The reverse happen when wired-connected to broadband modem. Most of the time, the connection is very good with very few "request timed out".

And so, after few months with the router, we r getting tired of it and i decided to refer it here to help check with the configuration.

Oh! And since buying the router around 6/8 months ago, we have to reset it few times already (5 times?) as these kind of reply appears all the way down and cannot be renewed:
Reply from 192.168.1.1: Destination host unreachable
Reply from 192.168.1.1: Destination host unreachable
Reply from 192.168.1.1: Destination host unreachable
Reply from 192.168.1.1: Destination host unreachable
Reply from 192.168.1.1: Destination host unreachable

--------------------------------------------------


And as instructed, I paste them here:

Microsoft Windows XP [Version 5.1.2600]
(C) Copyright 1985-2001 Microsoft Corp.

C:\Documents and Settings\Hp>ping 216.109.112.135

Pinging 216.109.112.135 with 32 bytes of data:

Reply from 216.109.112.135: bytes=32 time=387ms TTL=49
Reply from 216.109.112.135: bytes=32 time=399ms TTL=48
Reply from 216.109.112.135: bytes=32 time=399ms TTL=48
Reply from 216.109.112.135: bytes=32 time=400ms TTL=49

Ping statistics for 216.109.112.135:
Packets: Sent = 4, Received = 4, Lost = 0 (0% loss),
Approximate round trip times in milli-seconds:
Minimum = 387ms, Maximum = 400ms, Average = 396ms

C:\Documents and Settings\Hp>ping yahoo.com

Pinging yahoo.com [216.109.112.135] with 32 bytes of data:

Reply from 216.109.112.135: bytes=32 time=419ms TTL=48
Reply from 216.109.112.135: bytes=32 time=393ms TTL=48
Reply from 216.109.112.135: bytes=32 time=390ms TTL=49
Reply from 216.109.112.135: bytes=32 time=400ms TTL=48

Ping statistics for 216.109.112.135:
Packets: Sent = 4, Received = 4, Lost = 0 (0% loss),
Approximate round trip times in milli-seconds:
Minimum = 390ms, Maximum = 419ms, Average = 400ms

C:\Documents and Settings\Hp>nbtstat =n

Displays protocol statistics and current TCP/IP connections using NBT
(NetBIOS over TCP/IP).

NBTSTAT [ [-a RemoteName] [-A IP address] [-c] [-n]
[-r] [-R] [-RR] [-s] [-S] [interval] ]

-a (adapter status) Lists the remote machine's name table given its name
-A (Adapter status) Lists the remote machine's name table given its
IP address.
-c (cache) Lists NBT's cache of remote [machine] names and their IP
addresses
-n (names) Lists local NetBIOS names.
-r (resolved) Lists names resolved by broadcast and via WINS
-R (Reload) Purges and reloads the remote cache name table
-S (Sessions) Lists sessions table with the destination IP addresses
-s (sessions) Lists sessions table converting destination IP
addresses to computer NETBIOS names.
-RR (ReleaseRefresh) Sends Name Release packets to WINS and then, starts Refr
esh

RemoteName Remote host machine name.
IP address Dotted decimal representation of the IP address.
interval Redisplays selected statistics, pausing interval seconds
between each display.
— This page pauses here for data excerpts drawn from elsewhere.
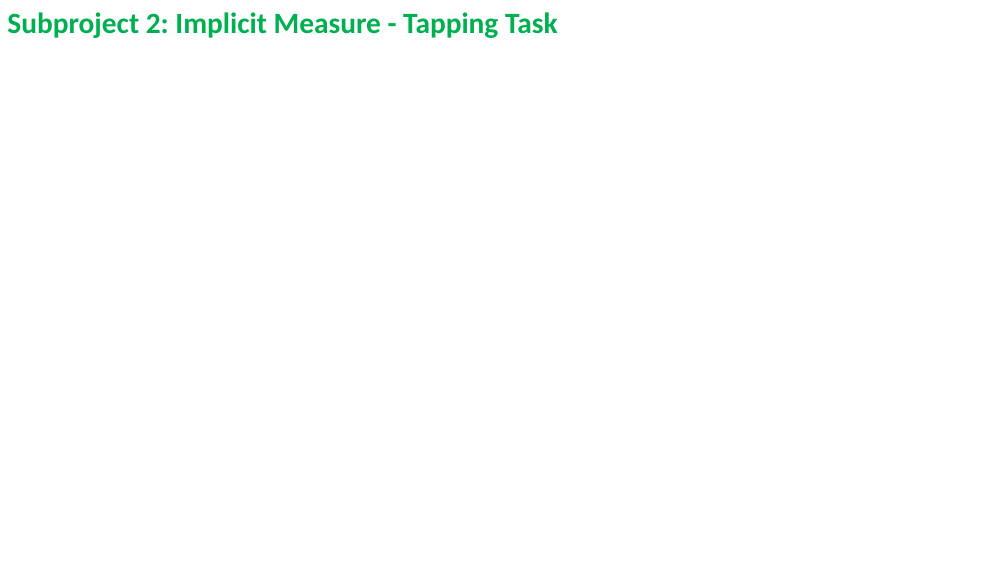
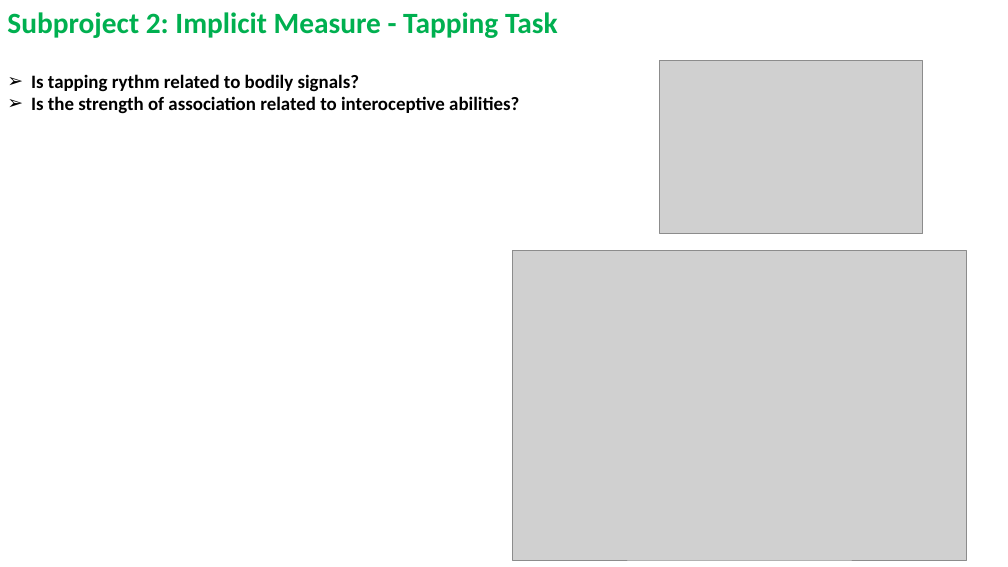
Before and after one commit to RealityBending/InteroceptionPrimals, a slide deck: slide 5 of documents/presentation.pptx. Drawn at 1008x567 pixels with LibreOffice and Linux fonts; fonts in the diff are those of the drawing; grey boxes stand for pictures. Boxes give left, top, right and bottom in pixels: in the first picture for what was removed or moved away, otherwise in the second. Text is boxed around its words. In the diff, an @@ line names an element or a change of style, - is before the commit and + after.

```diff
--- a/documents/presentation.pptx
+++ b/documents/presentation.pptx
@@ text added at [31, 74, 519, 114], 18 pt, text #000000, bold @@
+➢ Is tapping rythm related to bodily signals?
+➢ Is the strength of association related to interoceptive abilities?
@@ picture added at [660, 60, 923, 234] @@
@@ picture added at [513, 251, 966, 560] @@
```
Also in this commit, not shown: 3 other slides changed, 1 slide added, 1 slide removed.
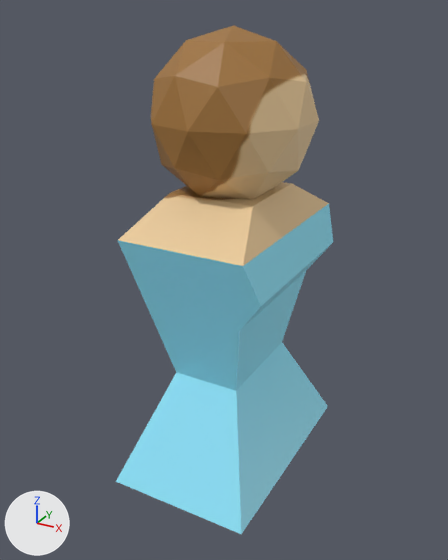
The Blender file assets/people.blend, before and after one commit.
Camera for both pictures: a 50 mm lens placed at (1.22, -2.3, 2.39), pointed at (-0.05, 0.01, 1.24). Lighting does not change. The marker at lower left points along +X, +Y and +Z.

Objects in the first picture: 'woman-01'.
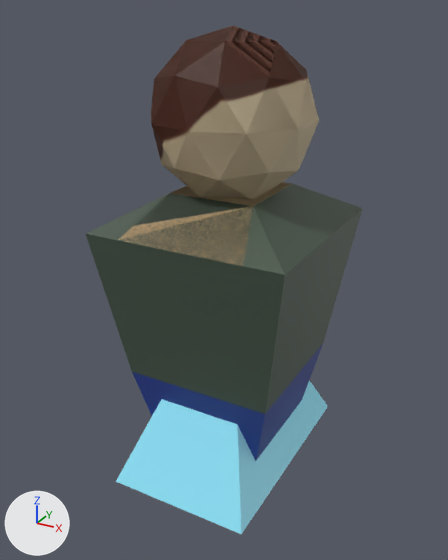
What the commit changed:
Object 'man-01' (ob_man_01) is now shown.

Pixel boxes [x1, y1, x2, y2] of what changed, in the pictures (448 x 560 px):
'man-01', shown
    after: [86, 26, 363, 461]
'woman-01', unchanged, covered by the edit
    before: [116, 26, 333, 534]
    after: [116, 206, 328, 534]

Press Ctrl+C to stop redisplaying
statistics.


C:\Documents and Settings\Hp>nbtstat -n

Local Area Connection:
Node IpAddress: [0.0.0.0] Scope Id: []

No names in cache

Wireless Network Connection:
Node IpAddress: [192.168.1.2] Scope Id: []

NetBIOS Local Name Table

Name Type Status
---------------------------------------------
YOUR-0548C161E1<00> UNIQUE Registered
YOUR-0548C161E1<20> UNIQUE Registered
MSHOME <00> GROUP Registered
MSHOME <1E> GROUP Registered
MSHOME <1D> UNIQUE Registered
..__MSBROWSE__.<01> GROUP Registered

C:\Documents and Settings\Hp>ipconfig /all

Windows IP Configuration

Host Name . . . . . . . . . . . . : your-0548c161e1
Primary Dns Suffix . . . . . . . :
Node Type . . . . . . . . . . . . : Hybrid
IP Routing Enabled. . . . . . . . : No
WINS Proxy Enabled. . . . . . . . : No

Ethernet adapter Local Area Connection:

Media State . . . . . . . . . . . : Media disconnected
Description . . . . . . . . . . . : Intel(R) PRO/100 VE Network Connecti
on
Physical Address. . . . . . . . . : 00-16-D3-18-C5-5B

Ethernet adapter Wireless Network Connection:

Connection-specific DNS Suffix . :
Description . . . . . . . . . . . : Intel(R) PRO/Wireless 3945ABG Networ
k Connection
Physical Address. . . . . . . . . : 00-18-DE-C5-1E-40
Dhcp Enabled. . . . . . . . . . . : Yes
Autoconfiguration Enabled . . . . : Yes
IP Address. . . . . . . . . . . . : 192.168.1.2
Subnet Mask . . . . . . . . . . . : 255.255.255.0
Default Gateway . . . . . . . . . : 192.168.1.1
DHCP Server . . . . . . . . . . . : 192.168.1.1
DNS Servers . . . . . . . . . . . : 192.168.1.1
Lease Obtained. . . . . . . . . . : Wednesday, February 20, 2008 8:44:34
AM
Lease Expires . . . . . . . . . . : Thursday, February 21, 2008 8:44:34
AM

C:\Documents and Settings\Hp>

-----------------------------------------------------------------------

Owh! After i wrote all these stuffs, whch took me almost half an hour...i checkd the connection again and poof! "request timed out" all the way down... i haf no choice but to release and renew the connection...


----------



## johnwill (Sep 26, 2002)

This certainly looks like an ISP issue. It could be the modem and local wiring from the modem to the ISP, but I don't think this is your computer.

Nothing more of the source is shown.